Aleksandra przyszła spóźniona o piętnaście minut. Już samo to nie zrobiło na mnie dobrego wrażenia. Zadałem jej standardowe pytania rekrutacyjne. Wypadła... ani dobrze, ani źle. Jej CV nie było imponujące, ale spodziewałem się tego. Właściwie powinienem był odrzucić jej kandydaturę, bo bez problemu mogłem znaleźć kogoś z bardziej odpowiednimi kwalifikacjami. Było mi jej jednak szkoda. Pamiętam, jak to było, gdy po studiach nie mogłem znaleźć zatrudnienia. Chciałem jej pomóc, więc trochę pochopnie zaproponowałem jej stanowisko doradcy klienta w moim flagowym salonie.
Wycięła mi niezły numer
Rozpoczęła pracę po standardowym tygodniowym szkoleniu. Nie wybijała się na sprzedawcę miesiąca, ale radziła sobie całkiem nieźle. Wykazywała zaangażowanie i nie robiła manka, a to połowa sukcesu. Po kilku miesiącach zauważyłem jednak, że obroty zaczęły spadać. Doświadczenie podpowiadało mi, że takie coś zazwyczaj nie dzieje się bez przyczyny. Nie pomyliłem się.
Raz w miesiącu zwyczajowo przeglądam monitoring. Stara zasada mówi: „Ufaj, ale sprawdzaj”. Zauważyłem, że Aleksandrze kilka razy zdarzyło się wynosić ubrania ze sklepu i zwracać je następnego dnia.
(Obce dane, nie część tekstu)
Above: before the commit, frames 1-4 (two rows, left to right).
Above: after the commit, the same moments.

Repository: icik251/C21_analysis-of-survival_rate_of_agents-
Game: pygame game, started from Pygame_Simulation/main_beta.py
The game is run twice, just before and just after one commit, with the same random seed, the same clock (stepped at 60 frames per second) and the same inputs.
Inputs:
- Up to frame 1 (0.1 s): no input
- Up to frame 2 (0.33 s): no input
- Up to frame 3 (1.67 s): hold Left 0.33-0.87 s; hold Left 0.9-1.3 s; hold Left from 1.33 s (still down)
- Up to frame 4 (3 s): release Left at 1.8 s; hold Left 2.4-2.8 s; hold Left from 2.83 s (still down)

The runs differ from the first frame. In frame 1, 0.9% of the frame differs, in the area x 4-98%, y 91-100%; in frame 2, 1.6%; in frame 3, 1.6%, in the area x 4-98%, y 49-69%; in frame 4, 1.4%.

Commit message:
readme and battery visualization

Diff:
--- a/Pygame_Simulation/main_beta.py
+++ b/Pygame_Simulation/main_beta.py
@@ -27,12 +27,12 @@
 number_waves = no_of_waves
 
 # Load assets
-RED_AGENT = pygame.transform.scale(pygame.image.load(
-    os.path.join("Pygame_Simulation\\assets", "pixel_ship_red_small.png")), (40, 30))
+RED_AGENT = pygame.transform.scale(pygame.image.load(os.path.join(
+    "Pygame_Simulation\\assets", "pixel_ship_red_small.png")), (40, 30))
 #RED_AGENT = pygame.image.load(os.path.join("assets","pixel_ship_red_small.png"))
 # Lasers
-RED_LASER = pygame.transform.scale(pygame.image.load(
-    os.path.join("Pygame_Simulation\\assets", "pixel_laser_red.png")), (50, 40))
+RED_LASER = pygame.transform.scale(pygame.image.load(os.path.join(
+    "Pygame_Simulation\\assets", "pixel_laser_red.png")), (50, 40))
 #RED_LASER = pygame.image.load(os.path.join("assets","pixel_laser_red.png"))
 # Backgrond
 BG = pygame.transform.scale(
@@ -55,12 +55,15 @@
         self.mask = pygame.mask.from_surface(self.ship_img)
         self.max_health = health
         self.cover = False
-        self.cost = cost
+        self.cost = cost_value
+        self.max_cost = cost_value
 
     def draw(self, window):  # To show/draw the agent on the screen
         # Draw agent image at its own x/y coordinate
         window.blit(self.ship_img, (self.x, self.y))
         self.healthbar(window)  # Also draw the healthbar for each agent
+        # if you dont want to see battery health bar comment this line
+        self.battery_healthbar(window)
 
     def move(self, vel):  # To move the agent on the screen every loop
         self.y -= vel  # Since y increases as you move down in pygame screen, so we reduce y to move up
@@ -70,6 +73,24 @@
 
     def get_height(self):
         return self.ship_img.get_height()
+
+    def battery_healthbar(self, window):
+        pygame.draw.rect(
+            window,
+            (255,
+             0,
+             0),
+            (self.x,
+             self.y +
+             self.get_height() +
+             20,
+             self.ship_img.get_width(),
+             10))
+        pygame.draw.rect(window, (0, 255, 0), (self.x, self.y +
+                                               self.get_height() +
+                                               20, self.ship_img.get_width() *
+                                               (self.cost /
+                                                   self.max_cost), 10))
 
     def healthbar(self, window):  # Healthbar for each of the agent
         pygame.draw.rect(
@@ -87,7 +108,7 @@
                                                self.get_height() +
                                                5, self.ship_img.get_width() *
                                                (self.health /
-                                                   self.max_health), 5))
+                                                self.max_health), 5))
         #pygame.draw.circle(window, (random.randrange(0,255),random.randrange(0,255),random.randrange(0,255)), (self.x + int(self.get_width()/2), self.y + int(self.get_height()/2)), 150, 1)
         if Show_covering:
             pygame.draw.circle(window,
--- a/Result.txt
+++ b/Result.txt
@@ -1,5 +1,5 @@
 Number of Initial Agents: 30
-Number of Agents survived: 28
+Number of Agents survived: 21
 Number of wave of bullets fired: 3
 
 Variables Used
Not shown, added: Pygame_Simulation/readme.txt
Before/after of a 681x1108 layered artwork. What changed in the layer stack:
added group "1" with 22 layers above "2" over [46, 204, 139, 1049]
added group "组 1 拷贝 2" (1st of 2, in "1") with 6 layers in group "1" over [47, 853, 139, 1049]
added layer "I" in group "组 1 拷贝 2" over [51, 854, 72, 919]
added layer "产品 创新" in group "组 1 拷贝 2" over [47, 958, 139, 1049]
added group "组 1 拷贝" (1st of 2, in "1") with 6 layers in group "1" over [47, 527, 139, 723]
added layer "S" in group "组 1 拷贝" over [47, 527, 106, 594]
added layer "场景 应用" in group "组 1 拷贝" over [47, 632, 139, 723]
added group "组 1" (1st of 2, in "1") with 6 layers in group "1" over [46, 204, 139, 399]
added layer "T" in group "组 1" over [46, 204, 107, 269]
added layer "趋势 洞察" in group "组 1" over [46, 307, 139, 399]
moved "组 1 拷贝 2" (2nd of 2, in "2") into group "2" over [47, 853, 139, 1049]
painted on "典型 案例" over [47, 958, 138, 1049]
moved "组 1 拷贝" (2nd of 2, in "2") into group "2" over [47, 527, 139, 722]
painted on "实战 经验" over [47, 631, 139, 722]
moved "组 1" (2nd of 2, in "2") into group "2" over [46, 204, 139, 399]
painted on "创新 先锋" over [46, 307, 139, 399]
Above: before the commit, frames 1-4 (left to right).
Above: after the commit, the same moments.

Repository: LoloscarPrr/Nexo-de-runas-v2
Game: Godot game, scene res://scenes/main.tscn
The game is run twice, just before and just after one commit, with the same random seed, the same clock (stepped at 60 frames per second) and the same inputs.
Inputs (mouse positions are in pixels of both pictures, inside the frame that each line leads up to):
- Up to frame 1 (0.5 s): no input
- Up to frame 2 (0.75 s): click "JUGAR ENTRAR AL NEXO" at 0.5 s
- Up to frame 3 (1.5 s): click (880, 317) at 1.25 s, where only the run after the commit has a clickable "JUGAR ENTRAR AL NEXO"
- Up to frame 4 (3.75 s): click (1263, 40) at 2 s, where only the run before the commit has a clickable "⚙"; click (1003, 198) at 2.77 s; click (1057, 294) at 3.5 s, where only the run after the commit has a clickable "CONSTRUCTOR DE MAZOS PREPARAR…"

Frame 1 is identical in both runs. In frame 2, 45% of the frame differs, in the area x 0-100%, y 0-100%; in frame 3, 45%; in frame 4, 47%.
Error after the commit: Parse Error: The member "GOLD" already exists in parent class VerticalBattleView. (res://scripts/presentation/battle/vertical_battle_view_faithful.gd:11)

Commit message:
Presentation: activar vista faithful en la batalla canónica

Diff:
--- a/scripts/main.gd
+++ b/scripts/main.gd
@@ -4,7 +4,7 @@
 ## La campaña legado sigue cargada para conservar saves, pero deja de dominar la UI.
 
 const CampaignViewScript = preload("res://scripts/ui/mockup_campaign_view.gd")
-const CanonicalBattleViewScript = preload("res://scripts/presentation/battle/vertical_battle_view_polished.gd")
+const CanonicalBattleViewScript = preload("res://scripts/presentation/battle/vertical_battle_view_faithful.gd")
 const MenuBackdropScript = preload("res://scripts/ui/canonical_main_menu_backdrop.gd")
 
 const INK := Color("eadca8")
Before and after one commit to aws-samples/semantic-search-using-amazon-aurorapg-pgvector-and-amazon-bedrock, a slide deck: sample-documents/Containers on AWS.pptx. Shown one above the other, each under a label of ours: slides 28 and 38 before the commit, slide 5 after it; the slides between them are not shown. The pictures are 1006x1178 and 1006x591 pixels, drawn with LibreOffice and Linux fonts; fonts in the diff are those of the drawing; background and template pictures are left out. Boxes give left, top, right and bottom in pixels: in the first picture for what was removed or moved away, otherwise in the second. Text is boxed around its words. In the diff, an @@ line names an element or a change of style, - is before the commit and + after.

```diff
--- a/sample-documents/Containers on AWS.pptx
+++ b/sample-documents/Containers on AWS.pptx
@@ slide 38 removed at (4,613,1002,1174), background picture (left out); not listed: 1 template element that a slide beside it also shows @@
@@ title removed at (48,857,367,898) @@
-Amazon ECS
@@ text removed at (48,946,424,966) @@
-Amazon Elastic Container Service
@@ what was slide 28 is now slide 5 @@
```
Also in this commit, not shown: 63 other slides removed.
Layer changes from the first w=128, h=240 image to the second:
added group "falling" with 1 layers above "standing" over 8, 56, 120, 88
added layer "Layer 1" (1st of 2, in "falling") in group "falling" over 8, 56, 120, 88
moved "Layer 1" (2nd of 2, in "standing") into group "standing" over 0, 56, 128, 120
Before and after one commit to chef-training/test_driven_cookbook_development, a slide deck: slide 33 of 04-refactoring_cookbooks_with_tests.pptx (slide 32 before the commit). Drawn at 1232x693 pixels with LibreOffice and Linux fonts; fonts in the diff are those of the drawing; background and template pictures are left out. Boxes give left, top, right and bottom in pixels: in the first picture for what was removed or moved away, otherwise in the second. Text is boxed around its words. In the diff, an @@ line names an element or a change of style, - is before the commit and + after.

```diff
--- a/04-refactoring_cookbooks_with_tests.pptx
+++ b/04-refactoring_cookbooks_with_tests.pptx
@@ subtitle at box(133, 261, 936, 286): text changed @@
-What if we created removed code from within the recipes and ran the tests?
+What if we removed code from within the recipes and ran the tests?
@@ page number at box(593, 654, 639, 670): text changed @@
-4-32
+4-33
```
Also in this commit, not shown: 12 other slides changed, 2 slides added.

Takie sytuacje najczęściej miały miejsce w piątek lub sobotę.
– Możesz mi to jakoś wyjaśnić? – zapytałem, gdy pokazałem jej ubrania.
– Ja, ja.... – zaniemówiła.
– Pamiętaj, że najgorsza prawda jest lepsza od kłamstwa. Mów prosto z mostu.
– To tylko dla mojego chłopaka. On nie ma za dużo pieniędzy i nie stać go na modne ciuchy. Gdy wychodzimy, chcę, żeby wyglądał dobrze, więc od czasu do czasu pożyczę coś ze sklepu. Ale zawsze wszystko zwracam, odświeżone i wyprasowane – usprawiedliwiła się.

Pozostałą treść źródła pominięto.